··· DATASET EXCERPTS

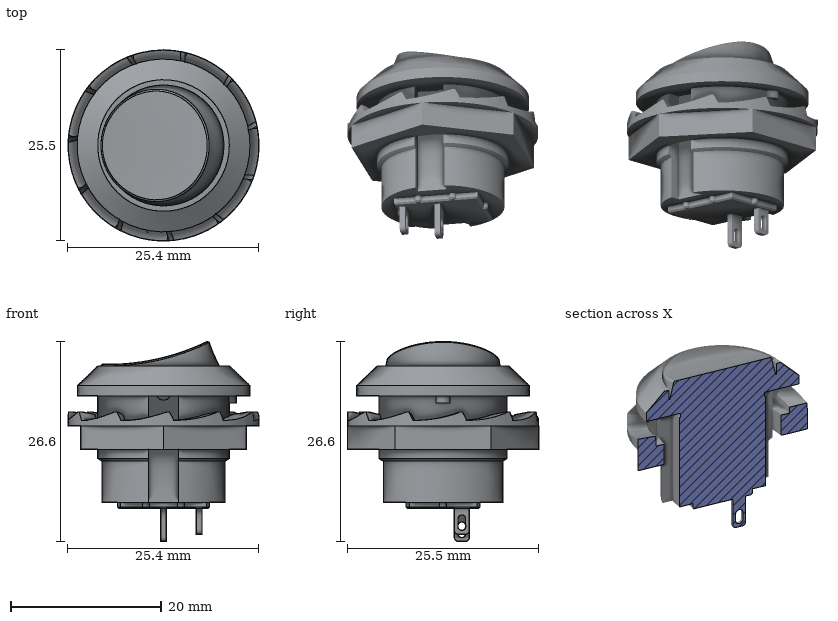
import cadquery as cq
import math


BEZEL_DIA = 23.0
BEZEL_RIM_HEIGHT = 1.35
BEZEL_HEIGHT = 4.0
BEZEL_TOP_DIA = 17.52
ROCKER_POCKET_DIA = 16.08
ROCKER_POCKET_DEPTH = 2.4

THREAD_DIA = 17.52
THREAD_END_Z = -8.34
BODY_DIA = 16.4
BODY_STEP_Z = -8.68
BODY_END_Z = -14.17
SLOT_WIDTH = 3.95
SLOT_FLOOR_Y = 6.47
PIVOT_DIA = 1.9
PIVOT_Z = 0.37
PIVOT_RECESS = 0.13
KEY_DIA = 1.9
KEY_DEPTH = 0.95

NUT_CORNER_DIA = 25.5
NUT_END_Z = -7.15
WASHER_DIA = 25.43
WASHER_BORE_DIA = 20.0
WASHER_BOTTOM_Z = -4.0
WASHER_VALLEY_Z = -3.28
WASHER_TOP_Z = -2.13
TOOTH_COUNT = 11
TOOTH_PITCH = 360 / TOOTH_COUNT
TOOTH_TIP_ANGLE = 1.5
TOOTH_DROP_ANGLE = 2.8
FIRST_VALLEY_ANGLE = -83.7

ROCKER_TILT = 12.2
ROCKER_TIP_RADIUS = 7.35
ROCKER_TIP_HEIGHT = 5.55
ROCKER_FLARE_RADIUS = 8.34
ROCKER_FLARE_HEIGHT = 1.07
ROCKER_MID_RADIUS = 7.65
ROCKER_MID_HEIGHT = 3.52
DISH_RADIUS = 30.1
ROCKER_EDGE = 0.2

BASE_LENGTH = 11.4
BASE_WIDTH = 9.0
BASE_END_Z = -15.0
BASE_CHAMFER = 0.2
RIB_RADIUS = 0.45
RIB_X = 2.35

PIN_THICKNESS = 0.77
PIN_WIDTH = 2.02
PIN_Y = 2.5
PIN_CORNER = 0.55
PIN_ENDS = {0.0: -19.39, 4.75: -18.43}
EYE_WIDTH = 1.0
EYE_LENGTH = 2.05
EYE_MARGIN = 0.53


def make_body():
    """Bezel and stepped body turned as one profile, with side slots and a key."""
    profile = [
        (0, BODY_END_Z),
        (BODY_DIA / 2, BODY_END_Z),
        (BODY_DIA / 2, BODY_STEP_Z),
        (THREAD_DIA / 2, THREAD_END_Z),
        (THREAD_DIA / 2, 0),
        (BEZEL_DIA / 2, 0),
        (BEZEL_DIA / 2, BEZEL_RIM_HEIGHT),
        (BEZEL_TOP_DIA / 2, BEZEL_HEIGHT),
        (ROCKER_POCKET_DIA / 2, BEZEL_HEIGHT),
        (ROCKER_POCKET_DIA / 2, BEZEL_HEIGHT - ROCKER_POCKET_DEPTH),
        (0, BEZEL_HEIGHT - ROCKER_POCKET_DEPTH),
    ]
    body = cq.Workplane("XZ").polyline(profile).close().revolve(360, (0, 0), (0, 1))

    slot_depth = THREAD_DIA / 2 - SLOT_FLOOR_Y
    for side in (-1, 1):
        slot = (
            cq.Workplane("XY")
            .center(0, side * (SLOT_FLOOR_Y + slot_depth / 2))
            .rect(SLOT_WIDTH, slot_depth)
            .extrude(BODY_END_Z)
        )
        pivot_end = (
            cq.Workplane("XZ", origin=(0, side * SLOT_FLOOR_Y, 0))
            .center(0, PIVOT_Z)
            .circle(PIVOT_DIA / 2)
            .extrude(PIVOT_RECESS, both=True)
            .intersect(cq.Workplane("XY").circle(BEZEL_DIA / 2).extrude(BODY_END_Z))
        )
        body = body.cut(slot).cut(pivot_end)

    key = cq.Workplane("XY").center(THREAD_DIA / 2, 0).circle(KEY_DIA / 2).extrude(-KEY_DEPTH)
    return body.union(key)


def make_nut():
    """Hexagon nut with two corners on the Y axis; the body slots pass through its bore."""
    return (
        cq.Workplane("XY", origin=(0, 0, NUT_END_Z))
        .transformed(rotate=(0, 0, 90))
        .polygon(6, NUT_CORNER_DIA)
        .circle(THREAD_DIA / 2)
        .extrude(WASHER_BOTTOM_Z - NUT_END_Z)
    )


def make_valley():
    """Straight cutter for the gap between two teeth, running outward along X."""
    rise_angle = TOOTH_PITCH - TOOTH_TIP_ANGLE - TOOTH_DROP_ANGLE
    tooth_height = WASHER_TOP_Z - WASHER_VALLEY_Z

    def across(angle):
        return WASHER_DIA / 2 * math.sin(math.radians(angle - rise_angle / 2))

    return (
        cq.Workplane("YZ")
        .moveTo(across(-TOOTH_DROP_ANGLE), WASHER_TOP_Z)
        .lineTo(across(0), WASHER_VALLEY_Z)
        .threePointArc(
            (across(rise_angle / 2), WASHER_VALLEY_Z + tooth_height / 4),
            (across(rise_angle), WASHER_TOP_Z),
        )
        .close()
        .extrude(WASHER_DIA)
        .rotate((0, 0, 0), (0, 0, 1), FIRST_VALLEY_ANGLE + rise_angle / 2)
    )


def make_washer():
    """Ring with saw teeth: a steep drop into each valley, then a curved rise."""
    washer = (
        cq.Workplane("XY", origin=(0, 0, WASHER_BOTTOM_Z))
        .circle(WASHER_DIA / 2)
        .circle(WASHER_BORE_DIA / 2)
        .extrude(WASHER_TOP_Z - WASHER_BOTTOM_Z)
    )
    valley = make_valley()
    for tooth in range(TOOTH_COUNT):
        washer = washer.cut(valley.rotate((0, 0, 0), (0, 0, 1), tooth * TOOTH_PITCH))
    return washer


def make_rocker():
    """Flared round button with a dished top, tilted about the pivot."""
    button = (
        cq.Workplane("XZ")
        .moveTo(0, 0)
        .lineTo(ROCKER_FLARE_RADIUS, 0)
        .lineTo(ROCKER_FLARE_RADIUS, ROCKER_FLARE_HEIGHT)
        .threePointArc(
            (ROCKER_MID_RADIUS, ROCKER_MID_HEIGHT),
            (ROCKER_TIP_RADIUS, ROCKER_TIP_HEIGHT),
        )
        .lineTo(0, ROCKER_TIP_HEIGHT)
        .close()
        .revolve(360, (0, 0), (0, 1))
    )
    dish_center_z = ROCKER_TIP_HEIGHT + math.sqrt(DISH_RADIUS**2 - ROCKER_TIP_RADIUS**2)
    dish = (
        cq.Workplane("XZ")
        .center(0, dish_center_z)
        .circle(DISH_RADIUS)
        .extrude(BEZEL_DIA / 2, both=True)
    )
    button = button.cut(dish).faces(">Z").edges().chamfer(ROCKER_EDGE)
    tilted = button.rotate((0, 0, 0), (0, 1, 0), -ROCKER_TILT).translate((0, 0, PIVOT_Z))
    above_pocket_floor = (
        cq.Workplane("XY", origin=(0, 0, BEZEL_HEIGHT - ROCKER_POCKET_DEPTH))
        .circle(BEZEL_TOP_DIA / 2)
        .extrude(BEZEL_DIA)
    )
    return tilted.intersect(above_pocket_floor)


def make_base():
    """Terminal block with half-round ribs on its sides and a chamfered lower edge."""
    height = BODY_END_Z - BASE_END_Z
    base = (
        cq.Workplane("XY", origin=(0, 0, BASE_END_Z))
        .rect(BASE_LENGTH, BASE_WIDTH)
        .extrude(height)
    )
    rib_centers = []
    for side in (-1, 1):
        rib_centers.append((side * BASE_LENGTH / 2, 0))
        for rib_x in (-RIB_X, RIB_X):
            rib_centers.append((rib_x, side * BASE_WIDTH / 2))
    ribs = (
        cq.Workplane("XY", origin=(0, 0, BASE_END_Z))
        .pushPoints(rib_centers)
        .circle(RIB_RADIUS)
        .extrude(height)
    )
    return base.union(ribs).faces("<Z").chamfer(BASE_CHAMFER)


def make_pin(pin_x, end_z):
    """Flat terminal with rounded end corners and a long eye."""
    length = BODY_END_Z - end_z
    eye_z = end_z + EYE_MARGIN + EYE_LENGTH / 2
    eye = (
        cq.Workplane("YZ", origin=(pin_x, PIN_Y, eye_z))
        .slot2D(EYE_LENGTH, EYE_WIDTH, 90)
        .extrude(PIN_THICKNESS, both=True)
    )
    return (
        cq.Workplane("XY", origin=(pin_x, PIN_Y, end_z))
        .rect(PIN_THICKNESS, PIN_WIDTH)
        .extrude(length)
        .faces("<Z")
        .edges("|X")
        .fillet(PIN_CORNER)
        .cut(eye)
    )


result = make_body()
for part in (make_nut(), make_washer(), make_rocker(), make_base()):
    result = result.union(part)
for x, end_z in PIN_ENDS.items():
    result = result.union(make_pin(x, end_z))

······
··· DATASET EXCERPTS

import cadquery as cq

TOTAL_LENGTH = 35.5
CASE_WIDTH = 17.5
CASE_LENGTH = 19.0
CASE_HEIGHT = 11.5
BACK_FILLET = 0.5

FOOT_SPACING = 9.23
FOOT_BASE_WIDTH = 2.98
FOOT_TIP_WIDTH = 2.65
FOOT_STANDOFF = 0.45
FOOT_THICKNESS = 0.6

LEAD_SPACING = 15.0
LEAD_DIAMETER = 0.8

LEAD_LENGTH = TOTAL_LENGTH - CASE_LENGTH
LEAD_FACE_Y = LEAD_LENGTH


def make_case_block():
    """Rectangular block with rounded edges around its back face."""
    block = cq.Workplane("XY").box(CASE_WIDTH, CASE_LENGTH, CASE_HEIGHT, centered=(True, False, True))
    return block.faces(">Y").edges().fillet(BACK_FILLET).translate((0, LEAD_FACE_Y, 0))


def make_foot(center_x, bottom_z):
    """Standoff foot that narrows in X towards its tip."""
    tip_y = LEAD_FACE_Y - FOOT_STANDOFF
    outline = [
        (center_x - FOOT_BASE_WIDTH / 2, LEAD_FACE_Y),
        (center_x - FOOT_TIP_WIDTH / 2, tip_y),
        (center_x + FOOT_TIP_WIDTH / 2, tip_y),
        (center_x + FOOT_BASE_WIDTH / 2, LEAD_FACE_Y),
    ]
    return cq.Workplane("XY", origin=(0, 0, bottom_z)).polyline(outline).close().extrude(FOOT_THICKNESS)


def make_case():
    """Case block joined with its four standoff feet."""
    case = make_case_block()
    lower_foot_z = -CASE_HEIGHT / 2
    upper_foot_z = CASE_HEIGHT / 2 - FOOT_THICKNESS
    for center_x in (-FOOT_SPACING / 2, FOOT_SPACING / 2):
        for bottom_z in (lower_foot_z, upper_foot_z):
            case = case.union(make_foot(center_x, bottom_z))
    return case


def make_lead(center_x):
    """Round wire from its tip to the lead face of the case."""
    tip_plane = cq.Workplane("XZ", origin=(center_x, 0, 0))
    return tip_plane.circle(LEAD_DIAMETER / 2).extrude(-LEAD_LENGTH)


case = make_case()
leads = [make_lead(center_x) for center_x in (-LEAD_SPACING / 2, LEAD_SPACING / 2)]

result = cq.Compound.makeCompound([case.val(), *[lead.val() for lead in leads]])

······
··· DATASET EXCERPTS

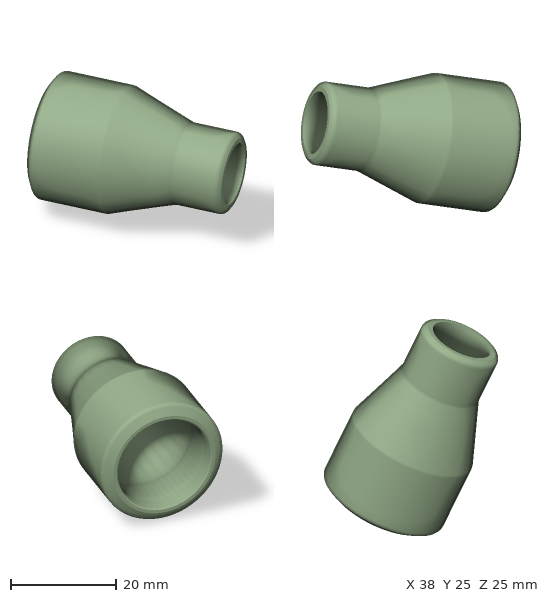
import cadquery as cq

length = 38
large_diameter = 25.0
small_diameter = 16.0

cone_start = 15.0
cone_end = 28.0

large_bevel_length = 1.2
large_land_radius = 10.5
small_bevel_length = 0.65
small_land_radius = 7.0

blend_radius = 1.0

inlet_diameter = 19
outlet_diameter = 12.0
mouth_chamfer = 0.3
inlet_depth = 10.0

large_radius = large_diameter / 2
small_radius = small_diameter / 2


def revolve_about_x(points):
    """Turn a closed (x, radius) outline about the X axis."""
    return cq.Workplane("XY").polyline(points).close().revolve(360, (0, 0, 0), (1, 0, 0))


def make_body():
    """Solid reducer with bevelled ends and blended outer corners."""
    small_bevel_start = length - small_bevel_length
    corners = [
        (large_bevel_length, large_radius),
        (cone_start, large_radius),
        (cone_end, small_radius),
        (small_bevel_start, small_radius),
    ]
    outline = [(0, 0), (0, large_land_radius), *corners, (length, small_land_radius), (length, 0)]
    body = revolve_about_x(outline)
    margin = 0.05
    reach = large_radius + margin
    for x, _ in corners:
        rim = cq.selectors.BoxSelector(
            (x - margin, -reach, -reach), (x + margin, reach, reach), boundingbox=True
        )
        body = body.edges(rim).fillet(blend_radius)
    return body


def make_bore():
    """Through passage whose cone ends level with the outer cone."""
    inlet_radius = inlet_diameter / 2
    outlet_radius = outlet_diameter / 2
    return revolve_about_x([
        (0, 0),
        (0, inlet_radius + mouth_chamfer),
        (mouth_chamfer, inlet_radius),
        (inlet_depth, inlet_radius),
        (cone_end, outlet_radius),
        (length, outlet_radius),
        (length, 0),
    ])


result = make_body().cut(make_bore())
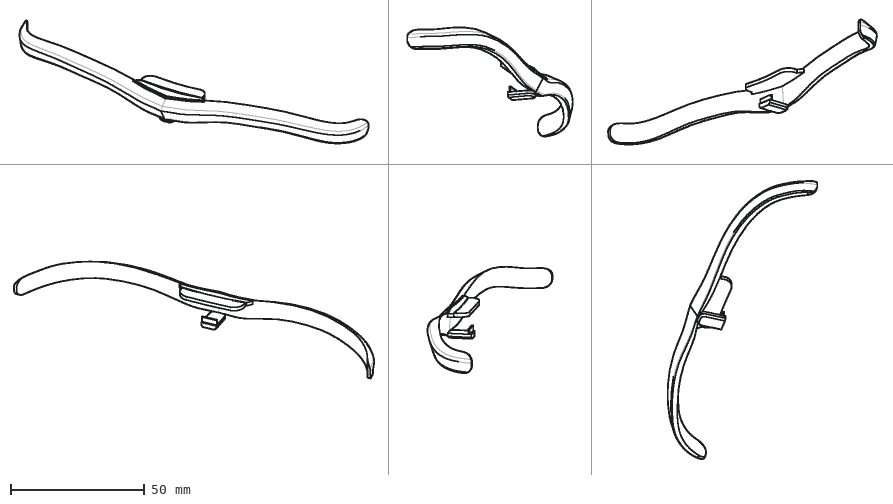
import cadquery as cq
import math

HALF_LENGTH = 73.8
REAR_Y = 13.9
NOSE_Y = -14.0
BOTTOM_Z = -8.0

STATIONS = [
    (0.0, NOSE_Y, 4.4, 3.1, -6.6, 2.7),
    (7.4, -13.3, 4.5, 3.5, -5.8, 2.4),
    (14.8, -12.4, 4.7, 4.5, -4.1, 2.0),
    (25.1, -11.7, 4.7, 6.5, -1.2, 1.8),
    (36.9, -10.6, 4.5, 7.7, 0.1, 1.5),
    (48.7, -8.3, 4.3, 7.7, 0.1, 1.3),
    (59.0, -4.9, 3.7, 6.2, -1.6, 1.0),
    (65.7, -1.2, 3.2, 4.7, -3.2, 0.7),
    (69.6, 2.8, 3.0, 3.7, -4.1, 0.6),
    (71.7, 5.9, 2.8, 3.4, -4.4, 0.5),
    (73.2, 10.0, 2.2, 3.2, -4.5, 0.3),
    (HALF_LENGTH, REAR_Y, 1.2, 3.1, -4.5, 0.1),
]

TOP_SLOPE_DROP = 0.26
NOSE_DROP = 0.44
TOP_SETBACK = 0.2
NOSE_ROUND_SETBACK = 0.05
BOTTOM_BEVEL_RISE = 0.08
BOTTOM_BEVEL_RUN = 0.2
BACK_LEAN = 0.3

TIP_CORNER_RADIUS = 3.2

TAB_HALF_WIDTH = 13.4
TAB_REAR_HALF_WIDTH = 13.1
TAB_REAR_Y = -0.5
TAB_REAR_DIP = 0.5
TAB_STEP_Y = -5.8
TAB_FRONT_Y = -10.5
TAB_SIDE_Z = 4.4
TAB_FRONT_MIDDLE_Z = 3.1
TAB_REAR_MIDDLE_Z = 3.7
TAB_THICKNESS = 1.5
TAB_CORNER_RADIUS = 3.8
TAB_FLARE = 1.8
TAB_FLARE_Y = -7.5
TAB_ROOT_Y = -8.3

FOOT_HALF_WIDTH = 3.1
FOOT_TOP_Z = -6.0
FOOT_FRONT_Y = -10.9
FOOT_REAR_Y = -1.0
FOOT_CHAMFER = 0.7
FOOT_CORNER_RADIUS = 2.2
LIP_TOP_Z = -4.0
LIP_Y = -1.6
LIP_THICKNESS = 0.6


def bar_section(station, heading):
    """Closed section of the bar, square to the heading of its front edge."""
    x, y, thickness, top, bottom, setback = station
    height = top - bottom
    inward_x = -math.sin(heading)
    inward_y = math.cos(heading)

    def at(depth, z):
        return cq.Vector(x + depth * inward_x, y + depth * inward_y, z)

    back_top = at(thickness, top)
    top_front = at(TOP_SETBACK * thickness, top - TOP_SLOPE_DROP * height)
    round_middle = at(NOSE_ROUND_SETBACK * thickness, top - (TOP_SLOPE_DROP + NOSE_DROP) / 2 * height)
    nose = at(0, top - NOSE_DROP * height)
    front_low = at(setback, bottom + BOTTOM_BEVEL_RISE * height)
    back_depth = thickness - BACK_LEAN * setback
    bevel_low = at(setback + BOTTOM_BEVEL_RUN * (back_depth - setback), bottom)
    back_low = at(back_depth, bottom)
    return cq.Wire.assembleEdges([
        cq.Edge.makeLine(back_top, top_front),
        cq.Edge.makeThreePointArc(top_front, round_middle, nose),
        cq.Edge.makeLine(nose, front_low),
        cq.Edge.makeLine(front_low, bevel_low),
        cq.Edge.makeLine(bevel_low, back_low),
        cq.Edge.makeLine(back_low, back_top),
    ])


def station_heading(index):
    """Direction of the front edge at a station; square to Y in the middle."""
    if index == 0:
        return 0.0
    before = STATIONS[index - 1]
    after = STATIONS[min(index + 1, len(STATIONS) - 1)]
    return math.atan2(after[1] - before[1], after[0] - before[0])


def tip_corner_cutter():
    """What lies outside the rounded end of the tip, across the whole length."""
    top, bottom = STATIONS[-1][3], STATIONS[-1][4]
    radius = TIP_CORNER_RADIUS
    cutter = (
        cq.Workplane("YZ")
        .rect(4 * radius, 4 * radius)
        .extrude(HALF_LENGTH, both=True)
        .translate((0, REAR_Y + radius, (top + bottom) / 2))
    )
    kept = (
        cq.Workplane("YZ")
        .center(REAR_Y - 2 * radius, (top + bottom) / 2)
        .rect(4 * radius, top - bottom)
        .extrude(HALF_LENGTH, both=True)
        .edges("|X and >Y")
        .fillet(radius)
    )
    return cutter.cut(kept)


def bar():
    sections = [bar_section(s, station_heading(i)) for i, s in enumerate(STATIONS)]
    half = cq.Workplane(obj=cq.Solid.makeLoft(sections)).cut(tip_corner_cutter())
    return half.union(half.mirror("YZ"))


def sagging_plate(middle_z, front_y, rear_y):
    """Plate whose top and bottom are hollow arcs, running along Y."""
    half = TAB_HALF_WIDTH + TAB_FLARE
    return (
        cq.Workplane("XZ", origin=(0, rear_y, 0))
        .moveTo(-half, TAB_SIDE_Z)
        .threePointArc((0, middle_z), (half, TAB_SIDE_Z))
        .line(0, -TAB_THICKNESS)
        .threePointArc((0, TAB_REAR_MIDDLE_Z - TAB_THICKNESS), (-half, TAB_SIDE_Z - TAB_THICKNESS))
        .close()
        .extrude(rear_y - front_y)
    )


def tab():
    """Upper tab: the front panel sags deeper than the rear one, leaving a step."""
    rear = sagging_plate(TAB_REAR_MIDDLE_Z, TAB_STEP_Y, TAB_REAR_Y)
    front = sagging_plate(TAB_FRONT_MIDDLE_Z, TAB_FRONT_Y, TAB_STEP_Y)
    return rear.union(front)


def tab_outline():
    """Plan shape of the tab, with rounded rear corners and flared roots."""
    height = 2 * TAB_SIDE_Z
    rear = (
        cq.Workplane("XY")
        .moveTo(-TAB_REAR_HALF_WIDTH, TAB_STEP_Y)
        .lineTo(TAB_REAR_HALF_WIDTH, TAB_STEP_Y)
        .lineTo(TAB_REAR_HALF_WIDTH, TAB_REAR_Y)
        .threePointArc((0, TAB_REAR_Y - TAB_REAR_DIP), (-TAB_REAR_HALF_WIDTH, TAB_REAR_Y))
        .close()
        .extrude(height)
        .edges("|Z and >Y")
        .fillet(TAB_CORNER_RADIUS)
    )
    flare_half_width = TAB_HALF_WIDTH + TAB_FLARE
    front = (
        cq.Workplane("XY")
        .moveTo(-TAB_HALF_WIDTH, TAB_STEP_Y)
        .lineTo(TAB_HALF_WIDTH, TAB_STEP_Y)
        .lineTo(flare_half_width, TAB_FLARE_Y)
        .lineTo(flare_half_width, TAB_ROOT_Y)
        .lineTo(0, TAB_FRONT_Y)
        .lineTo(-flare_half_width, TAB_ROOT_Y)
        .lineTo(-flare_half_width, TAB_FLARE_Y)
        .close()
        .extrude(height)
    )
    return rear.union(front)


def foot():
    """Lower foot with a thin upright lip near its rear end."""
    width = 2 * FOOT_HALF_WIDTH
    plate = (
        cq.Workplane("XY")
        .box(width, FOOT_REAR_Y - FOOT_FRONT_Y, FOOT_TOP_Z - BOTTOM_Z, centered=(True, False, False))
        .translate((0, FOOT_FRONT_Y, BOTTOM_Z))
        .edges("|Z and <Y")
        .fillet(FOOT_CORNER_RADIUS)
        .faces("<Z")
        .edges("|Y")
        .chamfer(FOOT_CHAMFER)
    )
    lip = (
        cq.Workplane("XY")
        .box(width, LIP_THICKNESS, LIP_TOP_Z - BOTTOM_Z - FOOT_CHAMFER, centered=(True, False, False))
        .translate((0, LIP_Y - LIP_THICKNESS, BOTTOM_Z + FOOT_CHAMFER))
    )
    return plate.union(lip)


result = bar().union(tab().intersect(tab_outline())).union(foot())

······

§ TASK
Take the records above and return, word for word, only the lines that fall from the line with "(center_x - FOOT_BASE_WIDTH" to the line with "result = cq.Compound.makeCompound([case.val(), *[lead.val()", both of them included.

§ SOLUTION TO THE EXERCISE
        (center_x - FOOT_BASE_WIDTH / 2, LEAD_FACE_Y),
        (center_x - FOOT_TIP_WIDTH / 2, tip_y),
        (center_x + FOOT_TIP_WIDTH / 2, tip_y),
        (center_x + FOOT_BASE_WIDTH / 2, LEAD_FACE_Y),
    ]
    return cq.Workplane("XY", origin=(0, 0, bottom_z)).polyline(outline).close().extrude(FOOT_THICKNESS)


def make_case():
    """Case block joined with its four standoff feet."""
    case = make_case_block()
    lower_foot_z = -CASE_HEIGHT / 2
    upper_foot_z = CASE_HEIGHT / 2 - FOOT_THICKNESS
    for center_x in (-FOOT_SPACING / 2, FOOT_SPACING / 2):
        for bottom_z in (lower_foot_z, upper_foot_z):
            case = case.union(make_foot(center_x, bottom_z))
    return case


def make_lead(center_x):
    """Round wire from its tip to the lead face of the case."""
    tip_plane = cq.Workplane("XZ", origin=(center_x, 0, 0))
    return tip_plane.circle(LEAD_DIAMETER / 2).extrude(-LEAD_LENGTH)


case = make_case()
leads = [make_lead(center_x) for center_x in (-LEAD_SPACING / 2, LEAD_SPACING / 2)]

result = cq.Compound.makeCompound([case.val(), *[lead.val() for lead in leads]])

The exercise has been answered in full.